Kummer-faithfulness over $p$-adic fields

TL;DR

This paper investigates Kummer-faithfulness over $p$-adic fields, linking it to finiteness properties of torsion points on (semi-)abelian varieties and exploring specific cases like Lubin-Tate extensions.

Contribution

It establishes a deep connection between Kummer-faithfulness and torsion point finiteness in algebraic extensions of $p$-adic fields, including Lubin-Tate extensions.

Findings

Kummer-faithfulness relates to torsion point finiteness on abelian varieties.

Characterization of Kummer-faithfulness for Galois extensions with finite residue fields.

Analysis of Kummer-faithfulness in Lubin-Tate extension fields.

Abstract

The notion of a Kummer-faithful field, defined by Mochizuki, is expected as one of suitable base fields for anabelian geometry.

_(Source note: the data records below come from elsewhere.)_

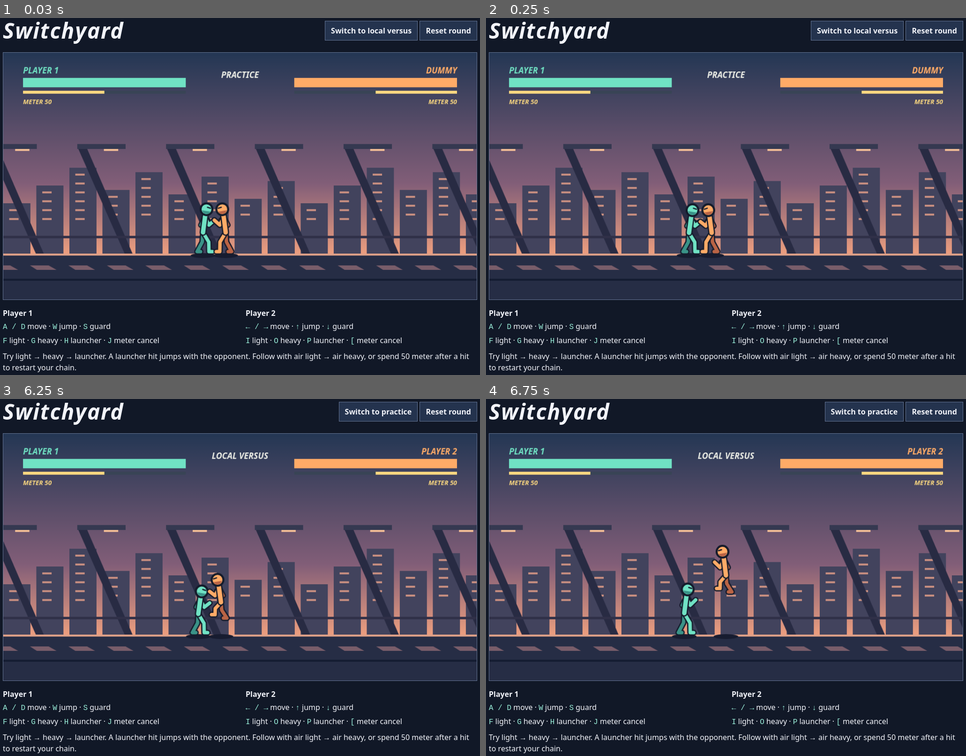
Above: before the commit, frames 1-4 (two rows, left to right).
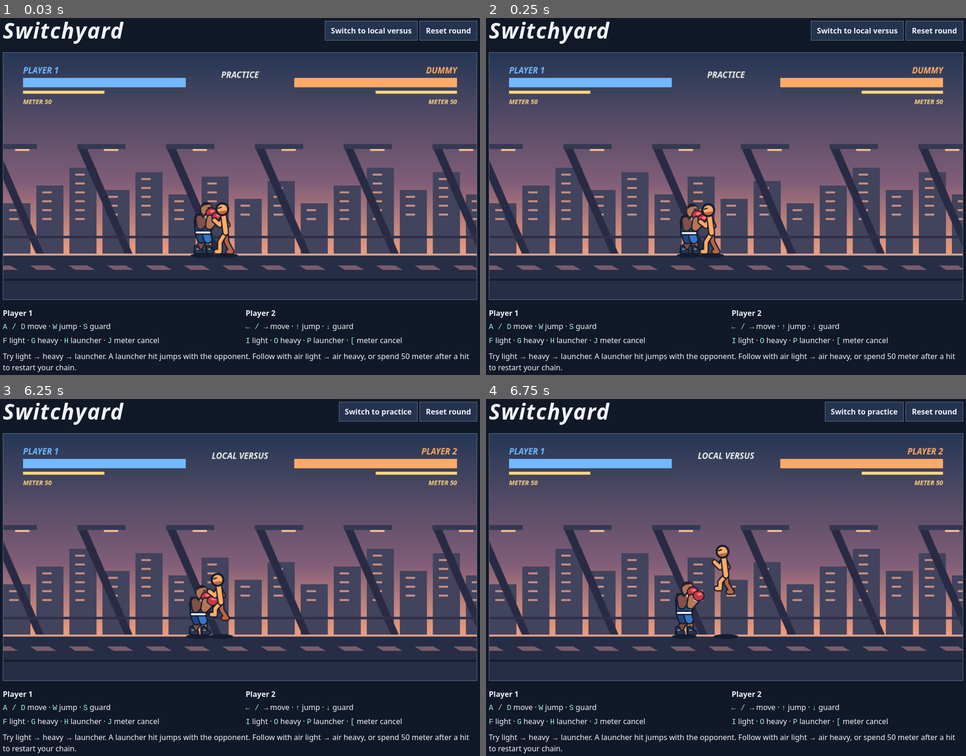
Above: after the commit, the same moments.

Repository: AxelLLn580/FightingGameProject
Game: browser game, page index.html
Same seed, same stepped clock (60 frames per second), same inputs: the game is played once before the commit and once after it.
Inputs:
- Up to frame 1 (0.03 s): no input
- Up to frame 2 (0.25 s): no input
- Up to frame 3 (6.25 s): hold Right 1.03-1.53 s; tap J every 0.5 s from 1.1 to 6.1 s; hold Down 1.58-1.85 s; hold Left 1.9-2.47 s; click "Reset round" at 2.02 s; hold Up 2.52-2.82 s; hold Right 2.87-3.53 s; hold Up 3.58-3.82 s; hold Left 3.87-4.3 s; hold Down 4.35-4.68 s; click "Switch to local versus" at 4.52 s; hold Right 4.73-5.23 s; hold Down 5.28-5.55 s; hold Left 5.6-6.17 s; hold Up from 6.22 s (still down)
- Up to frame 4 (6.75 s): release Up at 6.52 s; hold Right from 6.57 s (still down); tap J at 6.6 s

The runs differ from the first frame. In frame 1, 1.4% of the frame differs, in the area x 4-46%, y 13-67%; in frame 2, 1.4%; in frame 3, 1.4%; in frame 4, 1.5%.

Commit message:
Give Player 1 an original boxer design

Diff:
--- a/game.js
+++ b/game.js
@@ -17,8 +17,8 @@
 const clamp = (value, min, max) => Math.max(min, Math.min(max, value));
 const grounded = (fighter) => fighter.y === FLOOR;
 
-function fighter(x, color, facing) {
-  return { x, y: FLOOR, vy: 0, color, facing, health: MAX_HEALTH, meter: 50,
+function fighter(x, color, facing, boxer = false) {
+  return { x, y: FLOOR, vy: 0, color, facing, boxer, health: MAX_HEALTH, meter: 50,
     stun: 0, attack: null, guard: false, combo: 0, buffer: null, cancelFlash: 0,
     idlePhase: 0, walkPhase: 0, walkBlend: 0, walkDirection: 1, impact: null };
 }
@@ -162,7 +162,7 @@
   let previous;
 
   function reset() {
-    players = [fighter(405, "#70e2c4", 1), fighter(451, "#ffab67", -1)];
+    players = [fighter(405, "#72b9ff", 1, true), fighter(451, "#ffab67", -1)];
     held.clear();
     pressed.clear();
     accumulator = 0;
@@ -219,11 +219,46 @@
     ctx.closePath();
     ctx.fill();
   }
+  function oval(x, y, radiusX, radiusY, color, outline = false) {
+    ctx.fillStyle = color;
+    ctx.beginPath();
+    ctx.ellipse(x, y, radiusX, radiusY, 0, 0, Math.PI * 2);
+    if (outline) {
+      ctx.strokeStyle = "#141b2b";
+      ctx.lineWidth = 4;
+      ctx.stroke();
+    }
+    ctx.fill();
+  }
+  function drawBoxerBody(hip, shoulder, head) {
+    const [hx, hy] = hip;
+    const [sx, sy] = shoulder;
+    const [x, y] = head;
+    polygon([[sx - 19, sy - 7], [sx + 12, sy - 8], [sx + 21, sy + 4],
+      [hx + 16, hy + 4], [hx - 17, hy + 4], [sx - 23, sy + 7]], "#141b2b");
+    polygon([[sx - 16, sy - 5], [sx + 10, sy - 6], [sx + 17, sy + 4],
+      [hx + 13, hy + 1], [hx - 14, hy + 1], [sx - 19, sy + 7]], "#3676c6");
+    polygon([[sx - 16, sy + 1], [sx - 6, sy + 10], [hx + 10, hy - 6],
+      [hx + 13, hy + 1], [hx - 14, hy + 1]], "#214880");
+    strokePath([[sx - 13, sy - 4], [sx + 2, sy + 3], [sx + 10, sy - 5]], "#a3d4ff", 2);
+    inkPath([[hx - 13, hy], [hx + 13, hy]], "#edf1ff", 4);
+    oval(x, y, 11, 13, "#b67653", true);
+    polygon([[x - 10, y - 10], [x - 6, y - 14], [x + 4, y - 14],
+      [x + 8, y - 10], [x - 5, y - 8], [x - 9, y - 4]], "#261d29");
+    strokePath([[x + 3, y - 3], [x + 8, y - 4]], "#141b2b", 2);
+    strokePath([[x + 4, y + 6], [x + 8, y + 6]], "#653e3b", 2);
+  }
+  function drawBoxerGlove(elbow, hand) {
+    const [x, y] = hand;
+    strokePath([[x + (elbow[0] - x) * 0.34, y + (elbow[1] - y) * 0.34], hand], "#f1e9dc", 10);
+    oval(x, y, 10, 9, "#c73646", true);
+    oval(x + 2, y - 3, 5, 2.5, "#ff7b72");
+  }
   function drawFighter(player) {
-    const { x, y, color, facing, attack, stun, guard, cancelFlash, idlePhase, walkPhase, walkBlend, walkDirection } = player;
+    const { x, y, color, facing, boxer, attack, stun, guard, cancelFlash, idlePhase, walkPhase, walkBlend, walkDirection } = player;
     const airborne = !grounded(player);
     const moving = attack || guard || stun || airborne ? 0 : walkBlend;
-    const breath = Math.sin(idlePhase);
+    const breath = Math.sin(idlePhase) * (boxer ? 1.8 : 1);
     const stride = Math.sin(walkPhase);
     const anticipation = attack && attack.age < attack.move.startup ? attack.age / attack.move.startup : 0;
     const release = attack && attack.age >= attack.move.startup
@@ -252,7 +287,8 @@
       polygon([[15, shoulder[1] + 14], [reach, shoulder[1] + height], [reach + 13, shoulder[1] + height - 12], [36, shoulder[1] - 5]], color);
       ctx.globalAlpha = 1;
     }
-    const shadow = color === "#70e2c4" ? "#3a9388" : "#ba6445";
+    const shadow = "#ba6445";
+    const boxerArms = [];
     for (const side of [-1, 1]) {
       const phase = walkPhase + (side === 1 ? Math.PI : 0);
       const swing = Math.sin(phase) * walkDirection * moving;
@@ -260,10 +296,23 @@
       const foot = [side * 12 * (1 - moving) + swing * 24, -4 - lift - (airborne ? (side === 1 ? 13 : 6) : 0)];
       const knee = [foot[0] * 0.55 + 5 + lift * 0.3, (hip[1] + foot[1]) / 2 - lift * 0.18];
       const limb = side === -1 ? shadow : color;
-      inkPath([hip, knee, foot, [foot[0] + 7, foot[1]]], limb, 7);
+      if (boxer) {
+        const thigh = [hip[0] + side * 7, hip[1] + 3];
+        inkPath([thigh, knee, foot], side === 1 ? "#b67653" : "#805049", 10);
+        const hem = [thigh[0] + (knee[0] - thigh[0]) * 0.65, thigh[1] + (knee[1] - thigh[1]) * 0.65];
+        inkPath([thigh, hem], side === 1 ? "#3676c6" : "#214880", 14);
+        inkPath([[foot[0] - 1, foot[1] - 8], foot, [foot[0] + 8, foot[1]]], "#26364f", 7);
+        strokePath([[foot[0] - 1, foot[1] - 5], [foot[0] + 3, foot[1] - 5]], "#9caec5", 2);
+      } else {
+        inkPath([hip, knee, foot, [foot[0] + 7, foot[1]]], limb, 7);
+      }
 
       let elbow = [shoulder[0] + side * 8 - swing * 11, shoulder[1] + 16];
       let hand = [shoulder[0] + 12 + side * 7 - swing * 21, shoulder[1] + 6 + moving * 18 + breath * 1.5];
+      if (boxer) {
+        elbow = [shoulder[0] + side * 9 - swing * 5, shoulder[1] + 17];
+        hand = [shoulder[0] + 19 + side * 6 - swing * 6, shoulder[1] - 5 + side * 4 + breath];
+      }
       if (guard) {
         elbow = [shoulder[0] + 10, shoulder[1] + 13];
         hand = [shoulder[0] + 23 + side * 3, shoulder[1] - 8 + side * 5];
@@ -273,7 +322,18 @@
         hand = [hand[0] - 29 * anticipation + (attack.name === "light" ? 26 : 38) * release,
           hand[1] + 10 * anticipation - (raised ? 44 : 4) * release];
       }
-      inkPath([shoulder, elbow, hand], limb, 7);
+      if (boxer) boxerArms.push({ elbow, hand, side });
+      else inkPath([shoulder, elbow, hand], limb, 7);
+    }
+    if (boxer) {
+      drawBoxerBody(hip, shoulder, head);
+      for (const { elbow, hand, side } of boxerArms) {
+        const arm = [shoulder[0] + side * 11, shoulder[1] + 3];
+        inkPath([arm, elbow, hand], side === 1 ? "#b67653" : "#805049", 13);
+        drawBoxerGlove(elbow, hand);
+      }
+      ctx.restore();
+      return;
     }
     inkPath([hip, shoulder, head], color, 9);
     ctx.fillStyle = color;
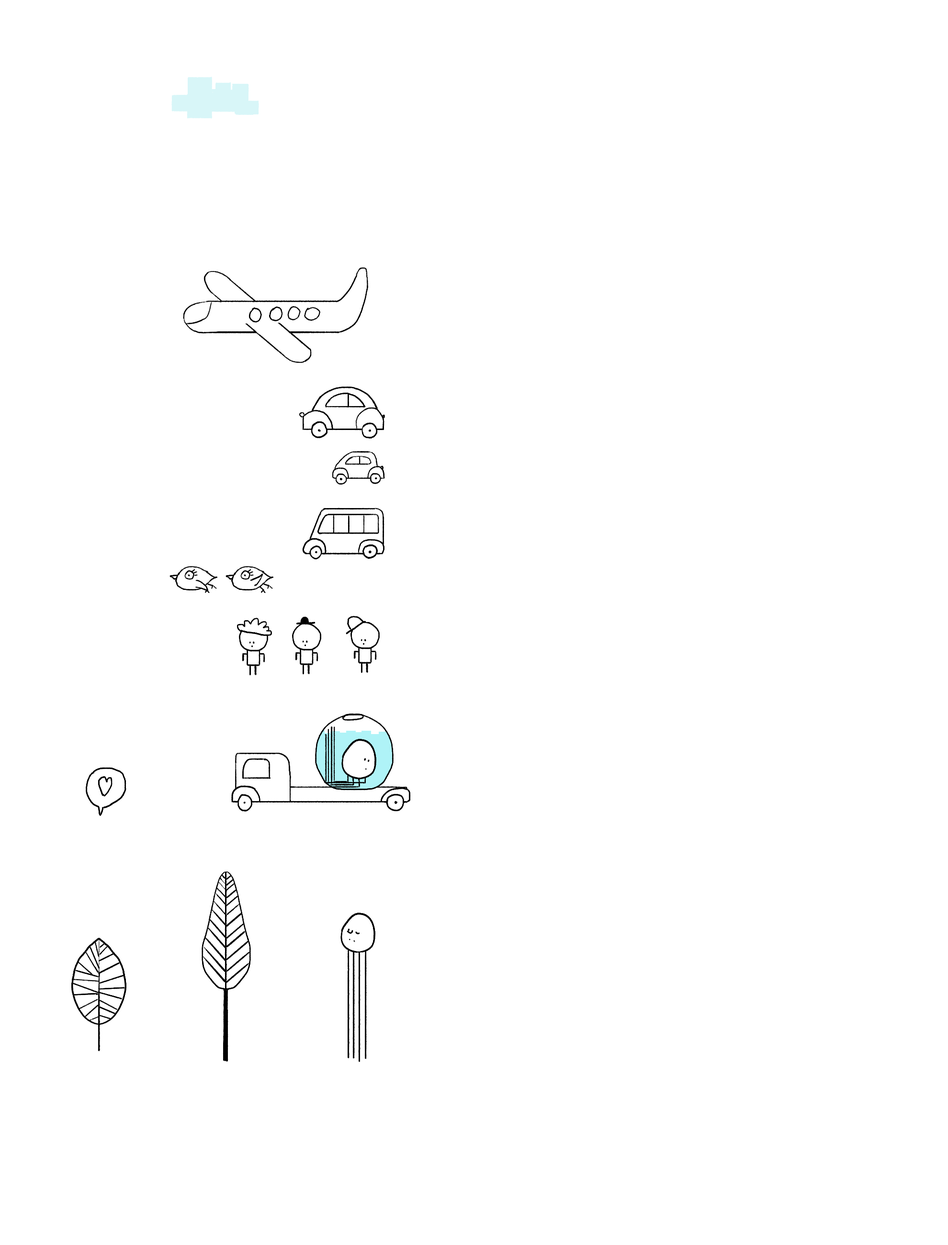
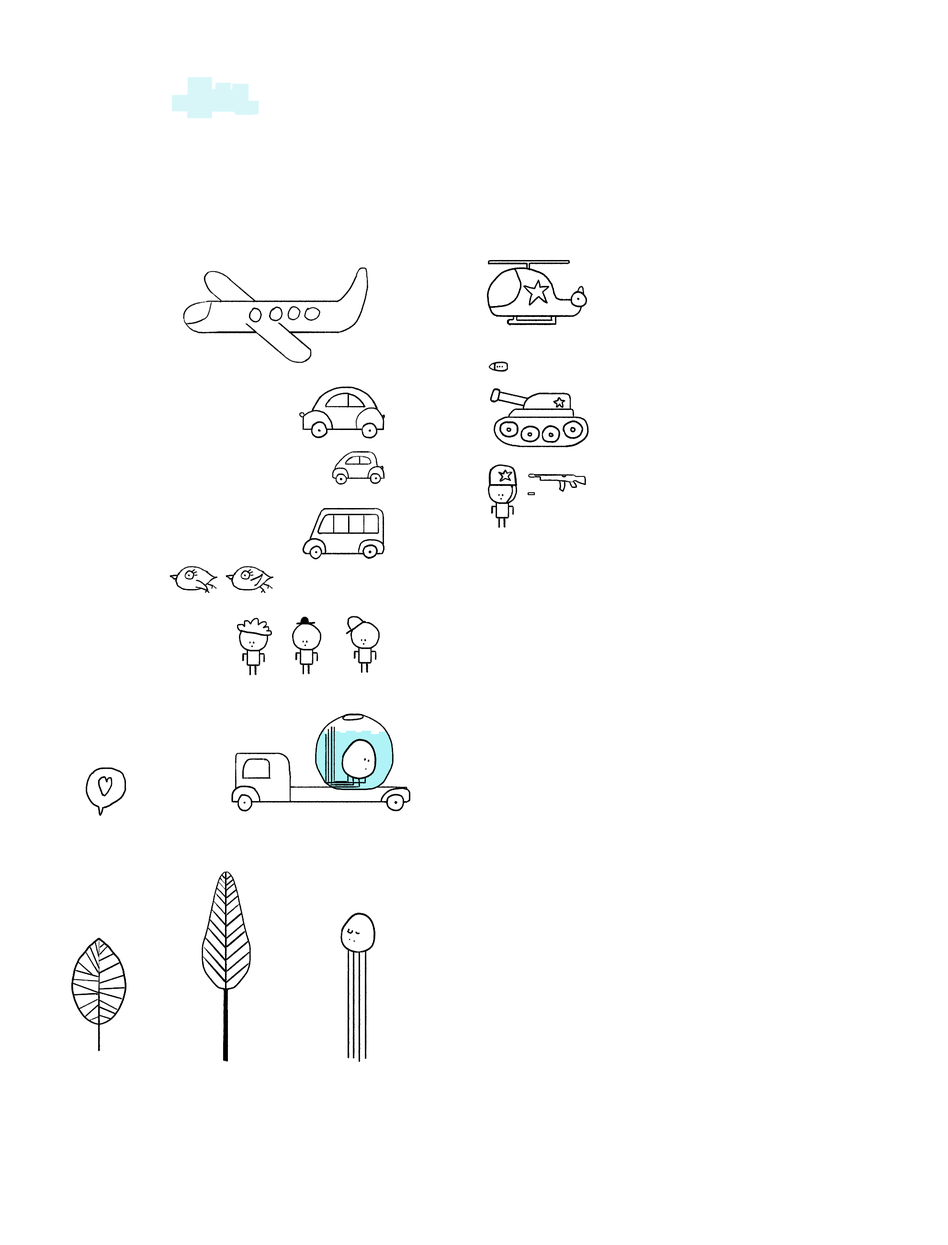
Layer changes from the first 948 x 1245 image to the second:
added group "Missile" (1st of 2) with 1 layers above "Militar_Gun" over [488, 360, 509, 372]
added layer "Missile" (2nd of 2, in "Missile") in group "Missile" over [488, 360, 509, 372]
added group "Militar_Gun" (1st of 2) with 2 layers above "Person_Militar" over [527, 473, 586, 496]
added layer "Militar_Gun_Bullet" in group "Militar_Gun" over [527, 491, 536, 496]
added layer "Militar_Gun" (2nd of 2, in "Militar_Gun") in group "Militar_Gun" over [527, 473, 586, 492]
added group "Person_Militar" with 3 layers above "Helicopter" over [487, 463, 518, 528]
added layer "Person_Militar_Hat" in group "Person_Militar" over [488, 463, 518, 504]
added layer "Person_Militar_Head" in group "Person_Militar" over [487, 475, 517, 505]
added layer "Person_Militar_Body" in group "Person_Militar" over [490, 498, 515, 528]
added group "Helicopter" (1st of 2) with 2 layers above "Tank" over [486, 259, 587, 326]
added layer "Helicopter" (2nd of 2, in "Helicopter") in group "Helicopter" over [486, 259, 587, 326]
added layer "Helicopter_Background" in group "Helicopter" over [487, 260, 586, 325]
added group "Tank" (1st of 2) with 4 layers above "BirdFlap" over [489, 388, 589, 448]
added layer "Tank" (2nd of 2, in "Tank") in group "Tank" over [493, 392, 589, 448]
added layer "Tank_Background" in group "Tank" over [494, 393, 588, 447]
added layer "TankPistol" in group "Tank" over [489, 388, 540, 409]
added layer "TankPistol_Background" in group "Tank" over [491, 389, 539, 408]

In this paper, we study Kummer-faithfulness for algebraic extension fields of $p$-adic fields. We show that Kummer-faithfulness for such fields are deeply related with various finiteness properties on torsion points of (semi-)abelian varieties. For example, a Galois extension $K$ of a $p$-adic field is Kummer-faithful with finite residue field if and only if, for any finite extension $L$ of $K$ and any abelian variety over $L$,its $L$-rational torsion subgroup is finite. In addition, we study Kummer-faithfulness for Lubin-Tate extension fields.